I have questioned statements regarding friendship in swinging and the tactics employed by single guys but these, I feel, are legitimate and non offensive in this type of debate. A few people have got upset by perhaps the incinuation that it implies they are not honest in their views but they have been genuine questions.
Unfortunately, Marcus & Mich stupidly decided to label all single guys as the same in a totally uninformed way. Not sure what they thought they were bringing to the debate but they certainly made it interesting!!
OK - two posts then - then I really MUST go! - Long explanation needed first - we were contributors here, and now we are not.
Swinging to us was about exploring our relationship. We questioned all our assumptions, challenged all our preconceptions, moved all our goal posts. Individually, we decided what we wanted. Together, we decided what to do about it.
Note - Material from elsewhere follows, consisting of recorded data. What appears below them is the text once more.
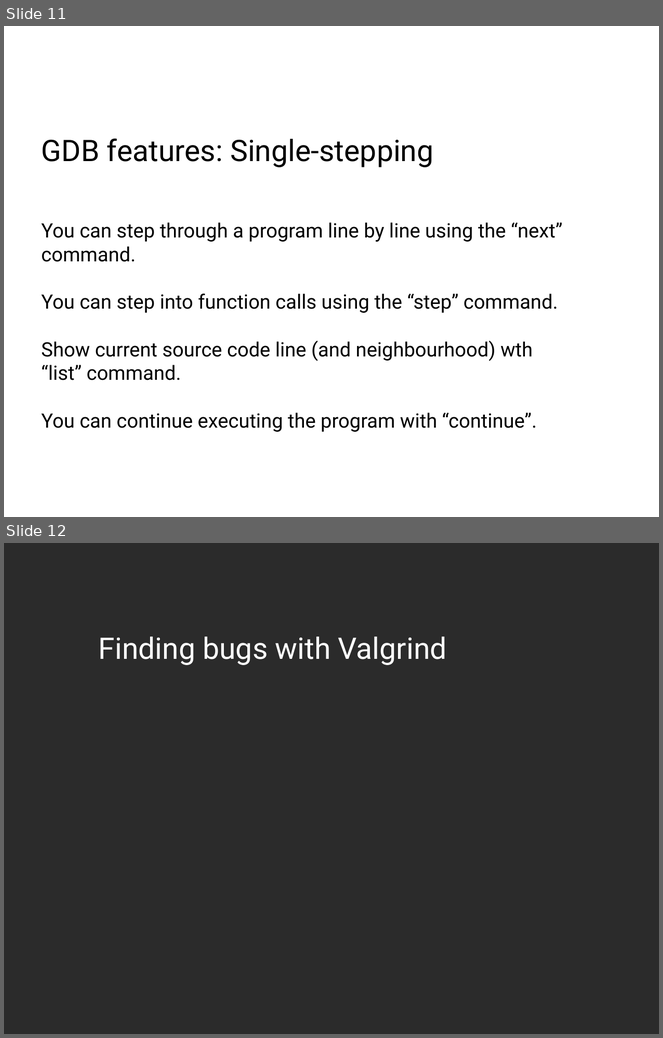
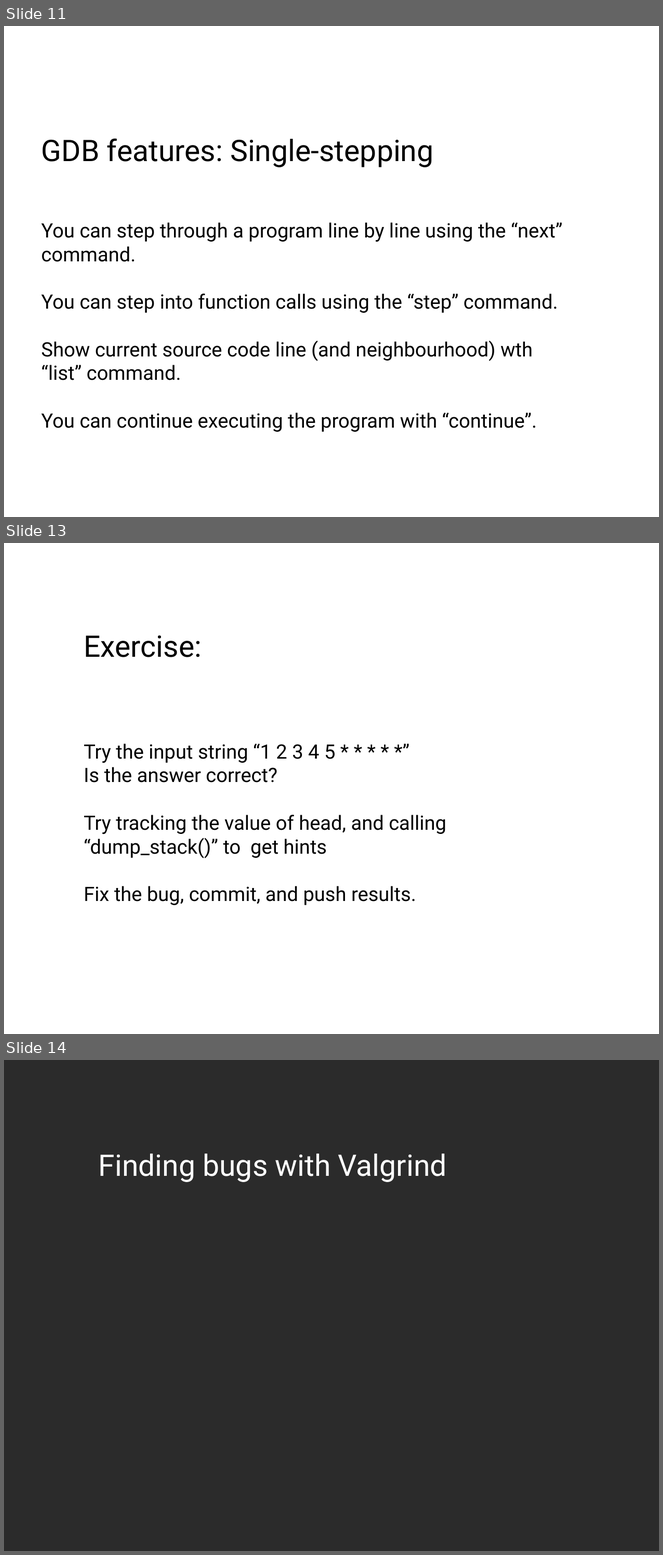
Before and after one commit to dneary/linux-devel-tools-tutorial, a slide deck: Linux Devtools.odp. Shown one above the other, each under a label of ours: slides 11 and 12 before the commit, slides 11, 13 and 14 after it; the slides between them are not shown. The pictures are 663x1038 and 663x1555 pixels, drawn with LibreOffice and Linux fonts; fonts in the diff are those of the drawing; background and template pictures are left out; a plain dark background stands for a picture behind light text. Boxes give left, top, right and bottom in pixels: in the first picture for what was removed or moved away, otherwise in the second. Text is boxed around its words. In the diff, an @@ line names an element or a change of style, - is before the commit and + after.

Commit message:
Add kcachegrind test, and a profiling exercise

```diff
--- a/Linux Devtools.odp
+++ b/Linux Devtools.odp
@@ slide 13 added at (x1=4, y1=543, x2=659, y2=1034), background #FFFFFF @@
@@ text added at (x1=84, y1=636, x2=202, y2=657), 36 pt, text #000000 @@
+Exercise:
@@ text added at (x1=84, y1=744, x2=447, y2=905), 24 pt, text #000000 @@
+Try the input string “1 2 3 4 5 * * * * *”
+Is the answer correct?
+Try tracking the value of head, and calling
+“dump_stack()” to get hints
+Fix the bug, commit, and push results.
@@ what was slide 12 is now slide 14 @@
```
Also in this commit, not shown: 2 slides changed, 10 other slides added, 1 slide removed, 2 other files.

Along the way, we met some fabulous, diverse people. We opened our minds and our hearts to them, and allowed ourselves to learn from them.
It matters little that in the end, we decided not to swing. Sometimes, it really is the journey, and not the final destination that matters.
LHK
x
P.S. Did I mention we also had a bloody good time?
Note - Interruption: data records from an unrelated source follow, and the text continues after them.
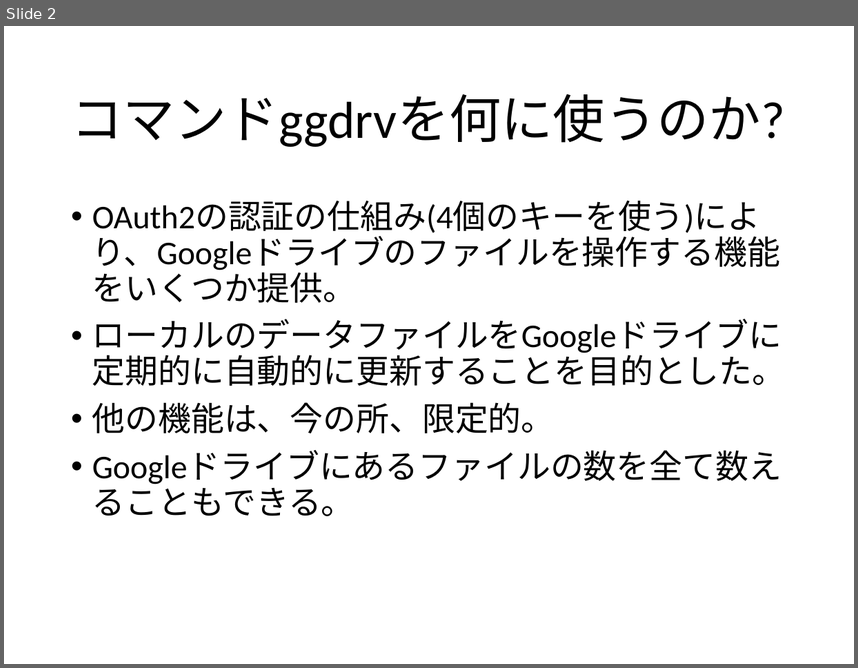
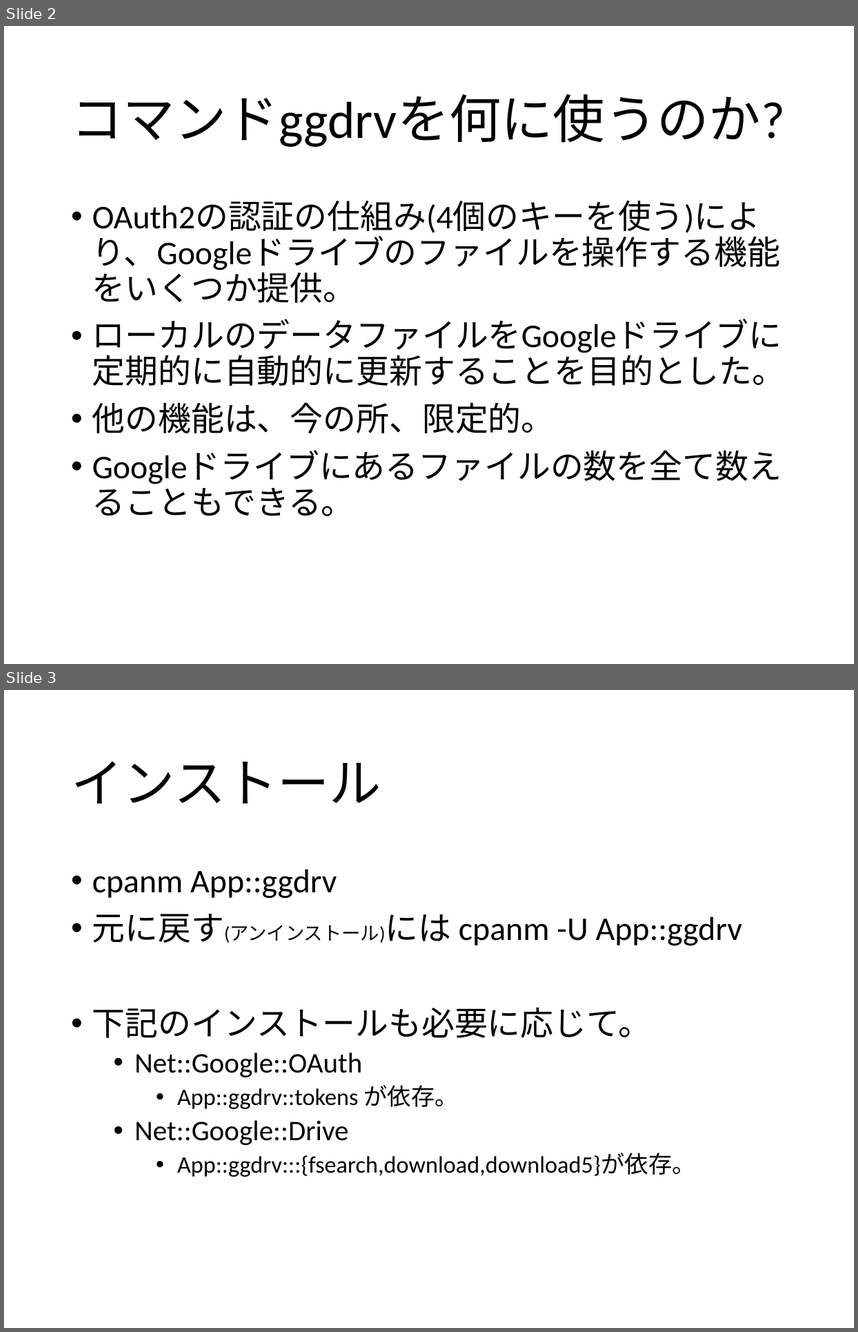
Before and after one commit to tulamili/App-ggdrv, a slide deck: description.pptx. Shown one above the other, each under a label of ours: slide 2 before the commit, slides 2 and 3 after it. The pictures are 858x668 and 858x1332 pixels, drawn with LibreOffice and Linux fonts; fonts in the diff are those of the drawing. Boxes give left, top, right and bottom in pixels: in the first picture for what was removed or moved away, otherwise in the second. Text is boxed around its words. In the diff, an @@ line names an element or a change of style, - is before the commit and + after.

```diff
--- a/description.pptx
+++ b/description.pptx
@@ slide 3 added at (4,690,854,1328), background #FFFFFF @@
@@ title added at (71,761,381,804), 44 pt, text #000000 @@
+インストール
@@ text added at (92,869,742,1176), 20 pt, text #000000 @@
+• cpanm App::ggdrv
+• 元に戻す(アンインストール)には cpanm -U App::ggdrv
+• 下記のインストールも必要に応じて。
+  • Net::Google::OAuth
+    • App::ggdrv::tokens が依存。
+  • Net::Google::Drive
+    • App::ggdrv:::{fsearch,download,download5}が依存。
```
Also in this commit, not shown: 2 slides changed, 1 other slide added, 1 other file.

well we're certainly glad we metioned our thoughts on that one!
Firstly, and please, this is absolutely sincere, we do apologise to the perfectly decent, polite and clearly very well mannered guys on this site who we have obviously offended. Sorry, we haven't read all the responses, but clearly it offended many of you and we are sorry for that.
Secondly, we now realise the acutely dangerous act of stating something that, we admit, was based quite firmly on a steroetype and some personal experience with time wasters etc. We're sure there are lots of lovely guys on here and our grievance was certainly not aimed at such persons. Another member personally messaged us and we endeavoured to explain that to her also though she's probably still orbiting the moon at this moment.
However the point does have relevance, even if it's a touchy subject to some (or everyone else on the site).
we won't anticipate any party invites in the future.
oh and whoever it was that asked if we wanted to fuck him, erm no thanks, but thanks for asking.
we're actually very nice people. no, really, we are.
As I am new to the scene it was mainly curiosity and a desire to fulfil some of my innermost fantasies that tempted me in. I meet guys for casual sex on a regular basis, I have needs and I have found a good way of meeting decent people without the risks of 'pulling' in a nightclub in a drunken haze. I have time to think about whether I want to meet a particular person, time to chat to them online for a while and get to know them a little. We can chat beforehand about what we both want/ don't want from an experience and if we agree on the same sort of things then it's a goer!
As for swinging, I have long had fantasies about sex with women/ sex with more than one man/ group sex and now that I am divorced and single I feel this is the time to start discovering more about myself and my sexuality. I have been pretty repressed and as a result had very low confidence but my experiences recently have started to help me realise that I am what I want to be, a sensual, sexy woman!
There is a lot more respect I have found for women in the scene as well. In a vanilla club it feels like a cattle market where only the prettiest and slimmest girls 'win' the mens attention and only the fit blokes get to pull a bird! The liberation in the swinging world for women is amazing, the respect from the men I have met is like a breath of fresh air. I can call the shots, I can choose what I want to do without fear of being pushed into anything. Even when everyone at the party I went to were well oiled with alcohol they still told me that I didn't have to do anything I didn't want to do and I felt protected and safe. I was confident enough to insist on condoms and to say what I didn't want to do without being pressured. Body size and shape are virtually unimportant as the people there just want the same thing, to share an erotic and pleasurable time with each other and hey wow! big girls (and boys!) can do sexy things too!
GH, post your ad number and maybe someone will fancy you, good luck!